◆ **Instructions for the task**
Give back exactly the stretch of data below from the line holding "plate = blank.intersect(bent_slab())" through the line holding "origin=(0, 0, FOOT_HEIGHT))", both ends included, and leave the remaining lines out.
***
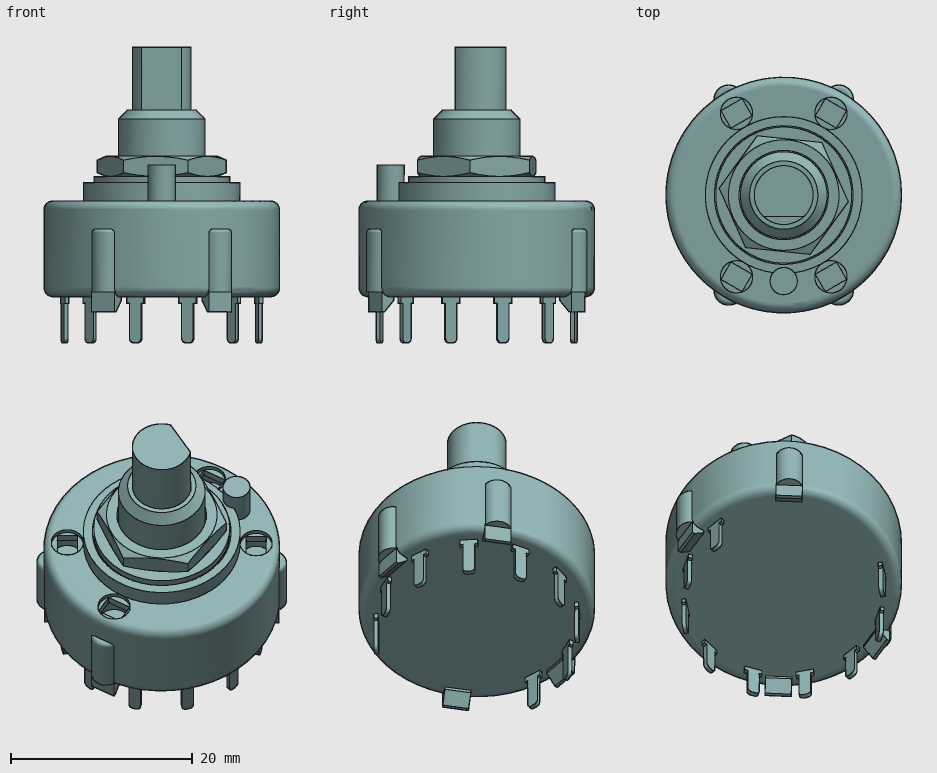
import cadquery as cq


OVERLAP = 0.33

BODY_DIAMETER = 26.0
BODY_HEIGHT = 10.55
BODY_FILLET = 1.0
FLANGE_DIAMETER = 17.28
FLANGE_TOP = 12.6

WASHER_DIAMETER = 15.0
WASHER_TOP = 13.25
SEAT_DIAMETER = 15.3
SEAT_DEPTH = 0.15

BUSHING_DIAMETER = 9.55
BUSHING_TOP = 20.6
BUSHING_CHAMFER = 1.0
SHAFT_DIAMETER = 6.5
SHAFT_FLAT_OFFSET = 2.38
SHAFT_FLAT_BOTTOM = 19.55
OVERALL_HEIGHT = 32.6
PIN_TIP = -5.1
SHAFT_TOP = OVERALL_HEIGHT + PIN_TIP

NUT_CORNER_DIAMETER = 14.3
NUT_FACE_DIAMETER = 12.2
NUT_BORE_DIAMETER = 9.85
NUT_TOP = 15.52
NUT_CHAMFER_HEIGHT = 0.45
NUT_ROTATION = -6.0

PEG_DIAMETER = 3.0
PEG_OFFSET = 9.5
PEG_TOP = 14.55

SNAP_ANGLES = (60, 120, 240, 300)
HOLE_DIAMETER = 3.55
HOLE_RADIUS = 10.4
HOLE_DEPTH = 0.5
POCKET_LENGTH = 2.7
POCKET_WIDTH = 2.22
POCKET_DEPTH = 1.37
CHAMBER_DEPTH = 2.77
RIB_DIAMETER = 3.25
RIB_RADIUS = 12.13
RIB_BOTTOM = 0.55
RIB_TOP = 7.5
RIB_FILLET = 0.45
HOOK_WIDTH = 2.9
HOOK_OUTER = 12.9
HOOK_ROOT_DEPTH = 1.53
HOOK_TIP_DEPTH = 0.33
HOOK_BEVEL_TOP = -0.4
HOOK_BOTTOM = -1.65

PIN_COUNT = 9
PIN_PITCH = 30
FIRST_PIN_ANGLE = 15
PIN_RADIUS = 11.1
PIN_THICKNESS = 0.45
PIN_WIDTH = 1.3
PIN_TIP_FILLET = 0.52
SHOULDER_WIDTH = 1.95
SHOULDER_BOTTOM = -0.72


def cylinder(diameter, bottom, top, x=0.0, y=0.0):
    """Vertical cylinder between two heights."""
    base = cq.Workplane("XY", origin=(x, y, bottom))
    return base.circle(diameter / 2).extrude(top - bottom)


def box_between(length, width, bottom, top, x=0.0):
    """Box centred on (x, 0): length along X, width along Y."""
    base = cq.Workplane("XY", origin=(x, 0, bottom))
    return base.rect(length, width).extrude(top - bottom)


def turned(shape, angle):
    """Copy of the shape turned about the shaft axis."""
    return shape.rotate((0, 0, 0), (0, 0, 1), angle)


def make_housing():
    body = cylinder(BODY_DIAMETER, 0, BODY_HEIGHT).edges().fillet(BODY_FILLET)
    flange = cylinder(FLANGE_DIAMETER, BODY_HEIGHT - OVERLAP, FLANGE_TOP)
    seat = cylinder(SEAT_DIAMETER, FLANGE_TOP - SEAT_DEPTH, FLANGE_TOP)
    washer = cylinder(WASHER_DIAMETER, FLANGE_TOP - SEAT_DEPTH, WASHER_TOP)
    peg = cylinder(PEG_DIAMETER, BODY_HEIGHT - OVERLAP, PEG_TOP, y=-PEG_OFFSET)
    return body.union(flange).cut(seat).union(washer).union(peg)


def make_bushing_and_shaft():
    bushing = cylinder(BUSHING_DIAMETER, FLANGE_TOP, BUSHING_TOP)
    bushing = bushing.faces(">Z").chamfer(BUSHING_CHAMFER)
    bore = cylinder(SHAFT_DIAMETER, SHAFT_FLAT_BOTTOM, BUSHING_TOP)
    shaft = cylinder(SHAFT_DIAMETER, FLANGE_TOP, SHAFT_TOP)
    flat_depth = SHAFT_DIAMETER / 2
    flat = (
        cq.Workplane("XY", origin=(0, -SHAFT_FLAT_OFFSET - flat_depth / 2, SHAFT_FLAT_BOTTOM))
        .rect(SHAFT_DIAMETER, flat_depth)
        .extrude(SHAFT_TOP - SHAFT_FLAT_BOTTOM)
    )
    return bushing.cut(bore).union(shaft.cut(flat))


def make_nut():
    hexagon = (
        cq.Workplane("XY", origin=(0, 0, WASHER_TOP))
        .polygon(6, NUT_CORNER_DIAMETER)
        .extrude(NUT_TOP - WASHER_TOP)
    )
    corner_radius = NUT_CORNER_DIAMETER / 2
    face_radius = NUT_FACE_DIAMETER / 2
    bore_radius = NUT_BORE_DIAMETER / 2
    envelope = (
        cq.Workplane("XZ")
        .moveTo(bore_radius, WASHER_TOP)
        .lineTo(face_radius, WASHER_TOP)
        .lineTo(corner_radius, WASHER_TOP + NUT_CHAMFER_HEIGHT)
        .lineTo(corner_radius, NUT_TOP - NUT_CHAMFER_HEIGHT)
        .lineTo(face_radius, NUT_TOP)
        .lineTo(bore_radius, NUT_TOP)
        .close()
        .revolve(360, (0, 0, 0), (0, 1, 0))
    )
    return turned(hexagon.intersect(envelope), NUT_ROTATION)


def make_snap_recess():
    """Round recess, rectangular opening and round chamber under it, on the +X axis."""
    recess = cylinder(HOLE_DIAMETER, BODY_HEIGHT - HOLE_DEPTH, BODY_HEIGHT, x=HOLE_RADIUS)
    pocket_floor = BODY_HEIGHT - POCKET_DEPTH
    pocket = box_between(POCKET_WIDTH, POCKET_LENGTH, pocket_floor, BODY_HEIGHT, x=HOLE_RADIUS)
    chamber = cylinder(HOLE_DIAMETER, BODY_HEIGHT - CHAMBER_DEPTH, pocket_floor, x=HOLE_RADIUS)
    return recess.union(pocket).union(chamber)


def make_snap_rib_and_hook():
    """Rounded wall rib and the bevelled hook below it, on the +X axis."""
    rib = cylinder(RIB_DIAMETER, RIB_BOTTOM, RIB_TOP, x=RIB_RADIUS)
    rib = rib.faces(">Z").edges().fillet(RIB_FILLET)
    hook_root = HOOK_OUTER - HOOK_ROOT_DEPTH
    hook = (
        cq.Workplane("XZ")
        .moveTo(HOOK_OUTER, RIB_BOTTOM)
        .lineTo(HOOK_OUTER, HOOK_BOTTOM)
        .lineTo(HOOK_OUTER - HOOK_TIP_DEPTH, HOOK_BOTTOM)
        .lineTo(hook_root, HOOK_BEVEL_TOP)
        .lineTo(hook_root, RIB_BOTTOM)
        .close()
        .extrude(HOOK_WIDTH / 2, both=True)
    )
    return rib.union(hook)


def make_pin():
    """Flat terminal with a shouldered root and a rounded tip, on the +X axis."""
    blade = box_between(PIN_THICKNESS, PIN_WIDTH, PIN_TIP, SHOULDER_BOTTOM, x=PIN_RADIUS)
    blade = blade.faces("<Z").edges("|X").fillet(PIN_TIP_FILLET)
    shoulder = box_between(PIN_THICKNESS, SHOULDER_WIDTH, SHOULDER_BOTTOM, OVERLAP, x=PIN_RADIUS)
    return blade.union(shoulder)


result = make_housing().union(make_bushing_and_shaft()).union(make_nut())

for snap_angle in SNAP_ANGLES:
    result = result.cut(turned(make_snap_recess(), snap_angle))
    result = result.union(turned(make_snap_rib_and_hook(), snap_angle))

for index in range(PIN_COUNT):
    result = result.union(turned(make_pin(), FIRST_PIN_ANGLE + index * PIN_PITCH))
***
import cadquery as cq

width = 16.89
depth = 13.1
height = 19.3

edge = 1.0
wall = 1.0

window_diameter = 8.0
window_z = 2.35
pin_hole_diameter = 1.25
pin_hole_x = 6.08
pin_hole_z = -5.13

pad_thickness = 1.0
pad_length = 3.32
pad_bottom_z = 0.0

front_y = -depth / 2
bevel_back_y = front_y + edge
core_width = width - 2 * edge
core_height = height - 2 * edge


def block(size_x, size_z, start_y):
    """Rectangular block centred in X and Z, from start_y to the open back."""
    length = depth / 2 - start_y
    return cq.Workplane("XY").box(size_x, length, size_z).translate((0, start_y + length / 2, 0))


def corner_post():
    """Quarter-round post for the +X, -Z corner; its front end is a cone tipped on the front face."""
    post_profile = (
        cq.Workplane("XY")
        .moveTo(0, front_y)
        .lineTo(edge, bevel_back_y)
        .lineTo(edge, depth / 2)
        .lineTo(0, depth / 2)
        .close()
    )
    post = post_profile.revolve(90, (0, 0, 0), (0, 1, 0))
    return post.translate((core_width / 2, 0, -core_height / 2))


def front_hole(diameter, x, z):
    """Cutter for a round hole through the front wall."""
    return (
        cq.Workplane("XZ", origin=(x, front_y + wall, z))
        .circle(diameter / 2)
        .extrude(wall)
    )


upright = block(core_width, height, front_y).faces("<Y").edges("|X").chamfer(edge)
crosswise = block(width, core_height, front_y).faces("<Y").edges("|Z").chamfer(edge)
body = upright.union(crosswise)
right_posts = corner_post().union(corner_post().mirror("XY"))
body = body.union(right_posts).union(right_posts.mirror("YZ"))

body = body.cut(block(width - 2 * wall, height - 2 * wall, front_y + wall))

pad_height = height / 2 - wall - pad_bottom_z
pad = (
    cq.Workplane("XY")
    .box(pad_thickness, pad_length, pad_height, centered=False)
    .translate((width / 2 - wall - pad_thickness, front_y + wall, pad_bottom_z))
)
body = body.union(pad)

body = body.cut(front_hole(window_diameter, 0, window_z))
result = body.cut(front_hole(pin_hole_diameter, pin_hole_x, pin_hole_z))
***
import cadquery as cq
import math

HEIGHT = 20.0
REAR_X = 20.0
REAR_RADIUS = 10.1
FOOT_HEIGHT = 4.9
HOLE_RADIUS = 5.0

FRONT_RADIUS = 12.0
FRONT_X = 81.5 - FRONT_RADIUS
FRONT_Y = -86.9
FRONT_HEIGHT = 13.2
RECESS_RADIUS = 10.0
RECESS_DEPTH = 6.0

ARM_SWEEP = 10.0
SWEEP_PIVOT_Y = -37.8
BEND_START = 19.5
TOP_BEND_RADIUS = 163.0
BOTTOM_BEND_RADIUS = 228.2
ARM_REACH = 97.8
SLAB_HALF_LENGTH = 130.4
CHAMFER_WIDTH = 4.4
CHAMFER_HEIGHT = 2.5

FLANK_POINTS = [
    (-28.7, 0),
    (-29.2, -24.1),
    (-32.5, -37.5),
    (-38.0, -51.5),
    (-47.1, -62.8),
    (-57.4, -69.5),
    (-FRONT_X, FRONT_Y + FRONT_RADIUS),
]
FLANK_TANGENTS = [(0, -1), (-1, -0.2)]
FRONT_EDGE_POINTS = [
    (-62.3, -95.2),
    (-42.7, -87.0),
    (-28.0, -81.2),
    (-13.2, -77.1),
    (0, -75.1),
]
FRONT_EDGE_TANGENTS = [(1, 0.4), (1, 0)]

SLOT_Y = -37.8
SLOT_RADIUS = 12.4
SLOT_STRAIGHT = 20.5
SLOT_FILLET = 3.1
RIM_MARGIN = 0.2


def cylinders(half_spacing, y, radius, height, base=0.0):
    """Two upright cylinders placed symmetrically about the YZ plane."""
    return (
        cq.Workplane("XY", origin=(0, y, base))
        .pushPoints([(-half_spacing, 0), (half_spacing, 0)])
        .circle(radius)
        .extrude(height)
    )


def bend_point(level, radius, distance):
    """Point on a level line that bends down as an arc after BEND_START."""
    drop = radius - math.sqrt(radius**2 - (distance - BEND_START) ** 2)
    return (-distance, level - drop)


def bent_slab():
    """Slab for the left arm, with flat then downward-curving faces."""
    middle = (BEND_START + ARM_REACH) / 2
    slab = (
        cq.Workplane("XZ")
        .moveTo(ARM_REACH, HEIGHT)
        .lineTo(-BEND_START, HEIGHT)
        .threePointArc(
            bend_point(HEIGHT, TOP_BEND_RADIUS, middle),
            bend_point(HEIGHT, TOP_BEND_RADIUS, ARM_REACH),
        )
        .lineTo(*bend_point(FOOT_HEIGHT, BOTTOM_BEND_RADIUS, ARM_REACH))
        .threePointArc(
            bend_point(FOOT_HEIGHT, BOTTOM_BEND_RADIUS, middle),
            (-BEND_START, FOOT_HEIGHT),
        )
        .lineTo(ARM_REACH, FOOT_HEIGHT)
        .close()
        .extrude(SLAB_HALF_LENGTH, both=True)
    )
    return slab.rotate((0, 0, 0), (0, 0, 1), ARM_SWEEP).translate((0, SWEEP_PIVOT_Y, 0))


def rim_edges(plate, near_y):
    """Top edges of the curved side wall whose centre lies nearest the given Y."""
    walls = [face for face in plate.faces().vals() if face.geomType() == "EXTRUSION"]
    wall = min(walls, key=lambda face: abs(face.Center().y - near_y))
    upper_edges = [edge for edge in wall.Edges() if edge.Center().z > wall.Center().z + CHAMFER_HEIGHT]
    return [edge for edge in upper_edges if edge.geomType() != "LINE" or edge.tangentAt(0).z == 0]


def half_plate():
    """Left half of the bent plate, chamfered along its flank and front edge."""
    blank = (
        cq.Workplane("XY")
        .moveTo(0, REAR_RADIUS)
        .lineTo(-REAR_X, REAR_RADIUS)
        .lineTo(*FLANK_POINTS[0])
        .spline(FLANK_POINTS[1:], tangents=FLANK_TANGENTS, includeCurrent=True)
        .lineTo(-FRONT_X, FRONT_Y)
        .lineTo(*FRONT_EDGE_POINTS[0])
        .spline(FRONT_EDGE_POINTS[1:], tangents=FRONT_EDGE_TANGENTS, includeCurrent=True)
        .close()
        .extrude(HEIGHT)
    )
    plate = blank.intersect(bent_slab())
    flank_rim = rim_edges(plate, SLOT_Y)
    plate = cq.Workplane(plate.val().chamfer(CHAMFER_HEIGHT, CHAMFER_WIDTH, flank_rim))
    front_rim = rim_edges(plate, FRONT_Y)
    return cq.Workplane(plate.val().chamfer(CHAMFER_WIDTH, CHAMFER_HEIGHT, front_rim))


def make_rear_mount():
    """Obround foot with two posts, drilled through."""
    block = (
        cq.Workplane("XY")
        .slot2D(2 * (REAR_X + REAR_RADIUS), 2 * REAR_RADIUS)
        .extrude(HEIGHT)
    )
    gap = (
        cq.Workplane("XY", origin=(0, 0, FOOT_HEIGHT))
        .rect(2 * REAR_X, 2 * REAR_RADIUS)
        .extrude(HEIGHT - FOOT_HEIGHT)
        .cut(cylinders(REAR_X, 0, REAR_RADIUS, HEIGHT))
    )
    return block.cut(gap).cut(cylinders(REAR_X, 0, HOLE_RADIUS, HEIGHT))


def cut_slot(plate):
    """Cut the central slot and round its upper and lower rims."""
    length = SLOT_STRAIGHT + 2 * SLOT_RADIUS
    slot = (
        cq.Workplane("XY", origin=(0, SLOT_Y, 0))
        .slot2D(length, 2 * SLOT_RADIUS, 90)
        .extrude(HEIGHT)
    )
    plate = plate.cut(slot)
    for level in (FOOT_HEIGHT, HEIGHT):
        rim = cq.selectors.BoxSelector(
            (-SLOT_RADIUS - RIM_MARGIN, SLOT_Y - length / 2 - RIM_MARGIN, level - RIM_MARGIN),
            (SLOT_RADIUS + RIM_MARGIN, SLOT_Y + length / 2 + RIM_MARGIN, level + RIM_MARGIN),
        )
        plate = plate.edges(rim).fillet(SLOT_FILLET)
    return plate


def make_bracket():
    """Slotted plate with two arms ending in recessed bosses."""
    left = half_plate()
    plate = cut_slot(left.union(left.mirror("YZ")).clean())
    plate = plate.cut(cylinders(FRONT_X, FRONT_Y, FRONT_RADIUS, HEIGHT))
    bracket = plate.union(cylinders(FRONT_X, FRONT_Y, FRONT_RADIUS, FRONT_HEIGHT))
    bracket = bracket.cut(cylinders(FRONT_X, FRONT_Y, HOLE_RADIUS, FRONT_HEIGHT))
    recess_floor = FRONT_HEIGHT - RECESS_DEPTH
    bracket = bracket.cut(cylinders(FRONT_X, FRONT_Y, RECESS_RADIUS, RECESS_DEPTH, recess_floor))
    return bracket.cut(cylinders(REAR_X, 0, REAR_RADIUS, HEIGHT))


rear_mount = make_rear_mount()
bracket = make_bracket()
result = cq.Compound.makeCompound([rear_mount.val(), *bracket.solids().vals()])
***
◆ **The answer**
    plate = blank.intersect(bent_slab())
    flank_rim = rim_edges(plate, SLOT_Y)
    plate = cq.Workplane(plate.val().chamfer(CHAMFER_HEIGHT, CHAMFER_WIDTH, flank_rim))
    front_rim = rim_edges(plate, FRONT_Y)
    return cq.Workplane(plate.val().chamfer(CHAMFER_WIDTH, CHAMFER_HEIGHT, front_rim))


def make_rear_mount():
    """Obround foot with two posts, drilled through."""
    block = (
        cq.Workplane("XY")
        .slot2D(2 * (REAR_X + REAR_RADIUS), 2 * REAR_RADIUS)
        .extrude(HEIGHT)
    )
    gap = (
        cq.Workplane("XY", origin=(0, 0, FOOT_HEIGHT))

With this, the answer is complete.